[Start of section]

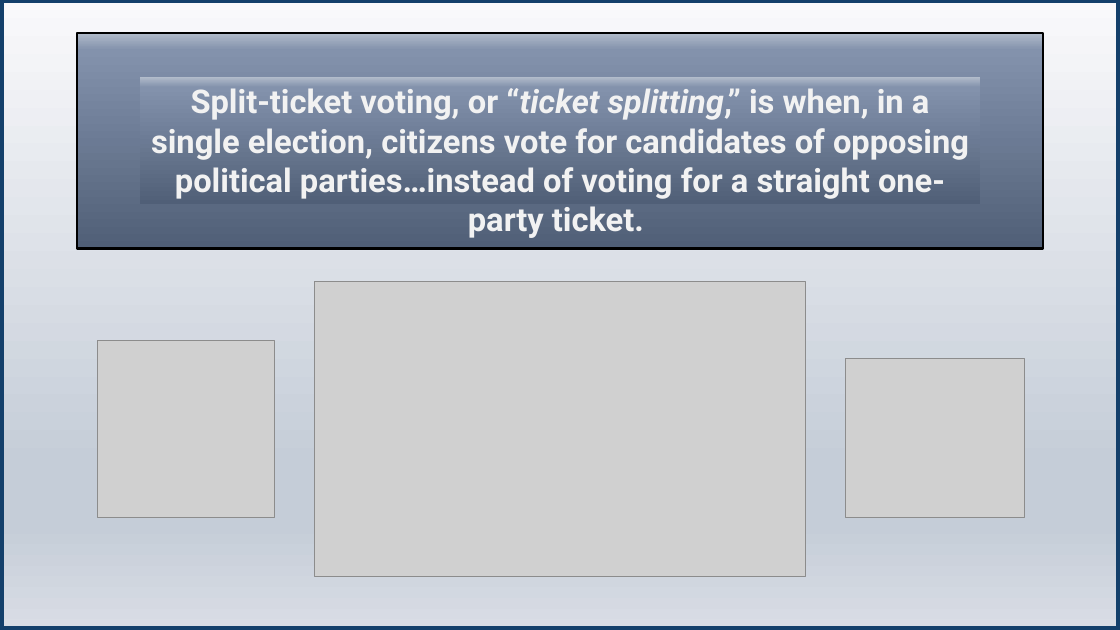
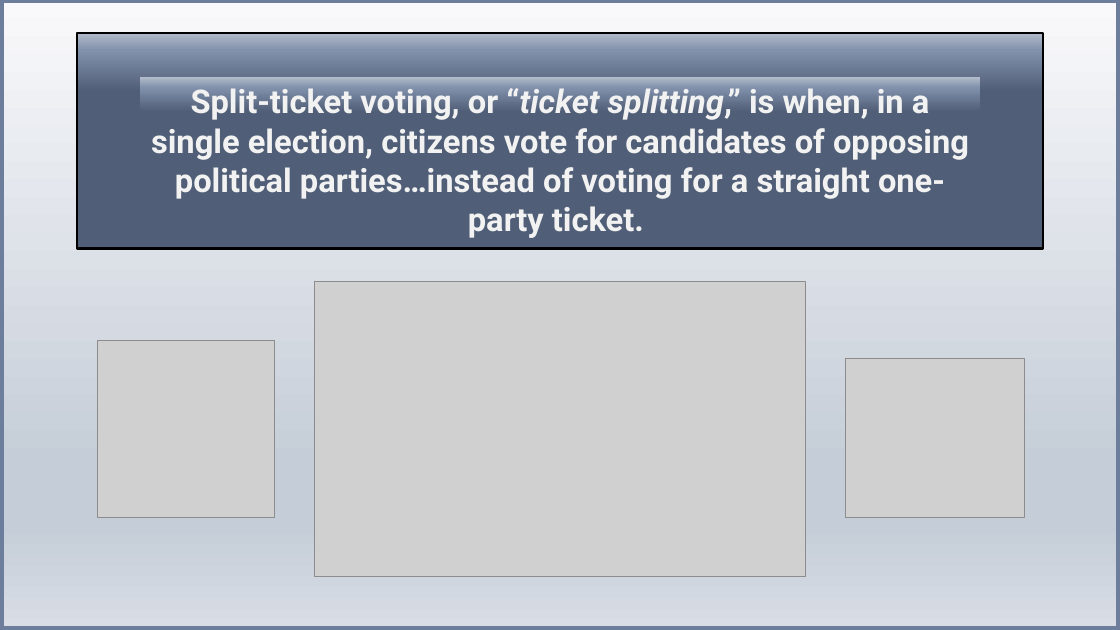
Before and after one commit to nickforte/TN-Split_Ticket, a slide deck: slide 3 of Presentation/nick_forte_capstone.pptx. Drawn at 1120x630 pixels with LibreOffice and Linux fonts; fonts in the diff are those of the drawing; grey boxes stand for pictures. Boxes give left, top, right and bottom in pixels: in the first picture for what was removed or moved away, otherwise in the second. Text is boxed around its words. In the diff, an @@ line names an element or a change of style, - is before the commit and + after.

```diff
--- a/Presentation/nick_forte_capstone.pptx
+++ b/Presentation/nick_forte_capstone.pptx
@@ rectangle at (x1=0, y1=0, x2=1120, y2=630): outline #143F6A 6 pt to #596A85 6 pt @@
```
Also in this commit, not shown: 9 other slides changed, 1 slide added.
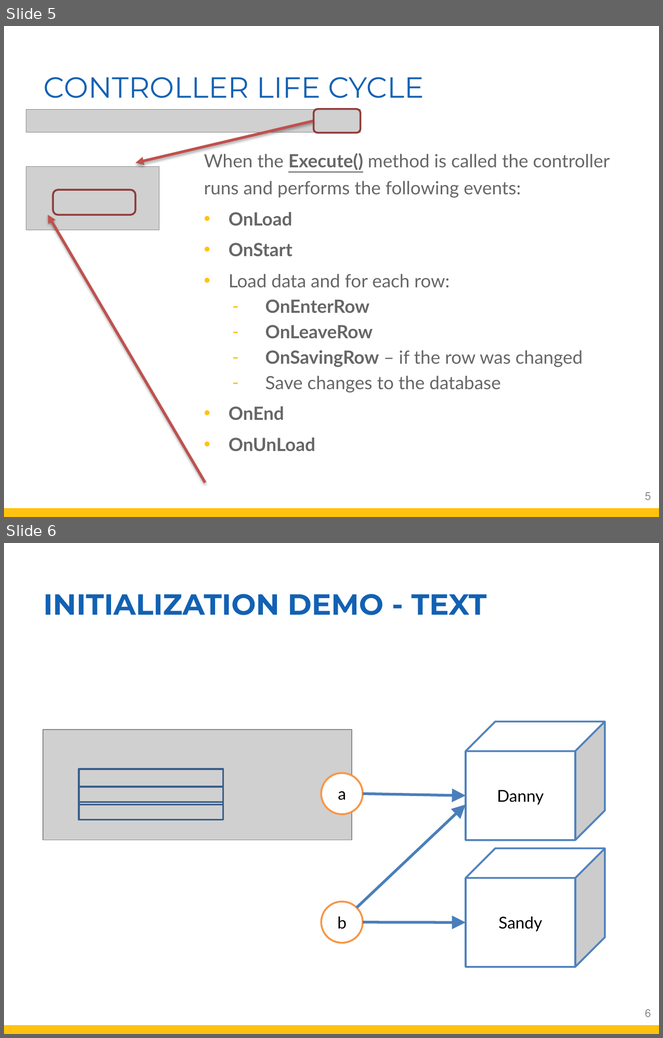
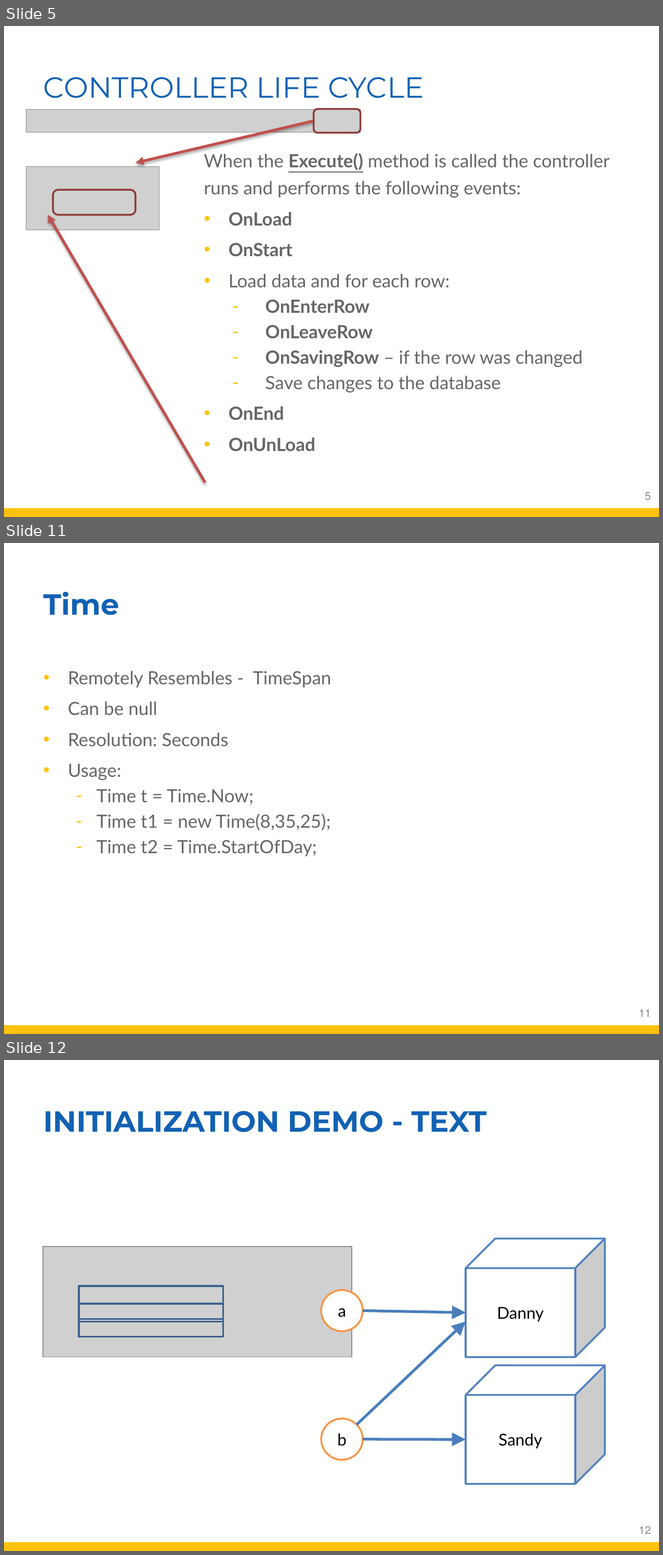
Before and after one commit to FireflyMigration/firefly-doc, a slide deck: dev-docs/guide/Training.pptx. Shown one above the other, each under a label of ours: slides 5 and 6 before the commit, slides 5, 11 and 12 after it; the slides between them are not shown. The pictures are 663x1038 and 663x1555 pixels, drawn with LibreOffice and Linux fonts; fonts in the diff are those of the drawing; grey boxes stand for pictures; background and template pictures are left out. Boxes give left, top, right and bottom in pixels: in the first picture for what was removed or moved away, otherwise in the second. Text is boxed around its words. In the diff, an @@ line names an element or a change of style, - is before the commit and + after.

```diff
--- a/dev-docs/guide/Training.pptx
+++ b/dev-docs/guide/Training.pptx
@@ slide 11 added at (x1=4, y1=543, x2=659, y2=1034), background #FFFFFF; not listed: 1 template element that a slide beside it also shows @@
@@ title added at (x1=44, y1=592, x2=119, y2=615), 32 pt, text #1261B3, bold @@
+Time
@@ text added at (x1=68, y1=671, x2=331, y2=857), 20 pt, text #666666 @@
+• Remotely Resembles - TimeSpan
+• Can be null
+• Resolution: Seconds
+• Usage:
+  – Time t = Time.Now;
+  – Time t1 = new Time(8,35,25);
+  – Time t2 = Time.StartOfDay;
@@ page number added at (x1=639, y1=1009, x2=651, y2=1017), 12 pt, text #898989 @@
+11
@@ what was slide 6 is now slide 12 @@
@@ page number at (x1=639, y1=1526, x2=651, y2=1534): text changed @@
-6
+12
```
Also in this commit, not shown: 5 other slides added, 1 other file.

[End of section]

■ Task item: Leaving each image aside, repeat the listing above exactly.

■ Solution for this task:
Before and after one commit to nickforte/TN-Split_Ticket, a slide deck: slide 3 of Presentation/nick_forte_capstone.pptx. Drawn at 1120x630 pixels with LibreOffice and Linux fonts; fonts in the diff are those of the drawing; grey boxes stand for pictures. Boxes give left, top, right and bottom in pixels: in the first picture for what was removed or moved away, otherwise in the second. Text is boxed around its words. In the diff, an @@ line names an element or a change of style, - is before the commit and + after.

```diff
--- a/Presentation/nick_forte_capstone.pptx
+++ b/Presentation/nick_forte_capstone.pptx
@@ rectangle at (x1=0, y1=0, x2=1120, y2=630): outline #143F6A 6 pt to #596A85 6 pt @@
```
Also in this commit, not shown: 9 other slides changed, 1 slide added.
Before and after one commit to FireflyMigration/firefly-doc, a slide deck: dev-docs/guide/Training.pptx. Shown one above the other, each under a label of ours: slides 5 and 6 before the commit, slides 5, 11 and 12 after it; the slides between them are not shown. The pictures are 663x1038 and 663x1555 pixels, drawn with LibreOffice and Linux fonts; fonts in the diff are those of the drawing; grey boxes stand for pictures; background and template pictures are left out. Boxes give left, top, right and bottom in pixels: in the first picture for what was removed or moved away, otherwise in the second. Text is boxed around its words. In the diff, an @@ line names an element or a change of style, - is before the commit and + after.

```diff
--- a/dev-docs/guide/Training.pptx
+++ b/dev-docs/guide/Training.pptx
@@ slide 11 added at (x1=4, y1=543, x2=659, y2=1034), background #FFFFFF; not listed: 1 template element that a slide beside it also shows @@
@@ title added at (x1=44, y1=592, x2=119, y2=615), 32 pt, text #1261B3, bold @@
+Time
@@ text added at (x1=68, y1=671, x2=331, y2=857), 20 pt, text #666666 @@
+• Remotely Resembles - TimeSpan
+• Can be null
+• Resolution: Seconds
+• Usage:
+  – Time t = Time.Now;
+  – Time t1 = new Time(8,35,25);
+  – Time t2 = Time.StartOfDay;
@@ page number added at (x1=639, y1=1009, x2=651, y2=1017), 12 pt, text #898989 @@
+11
@@ what was slide 6 is now slide 12 @@
@@ page number at (x1=639, y1=1526, x2=651, y2=1534): text changed @@
-6
+12
```
Also in this commit, not shown: 5 other slides added, 1 other file.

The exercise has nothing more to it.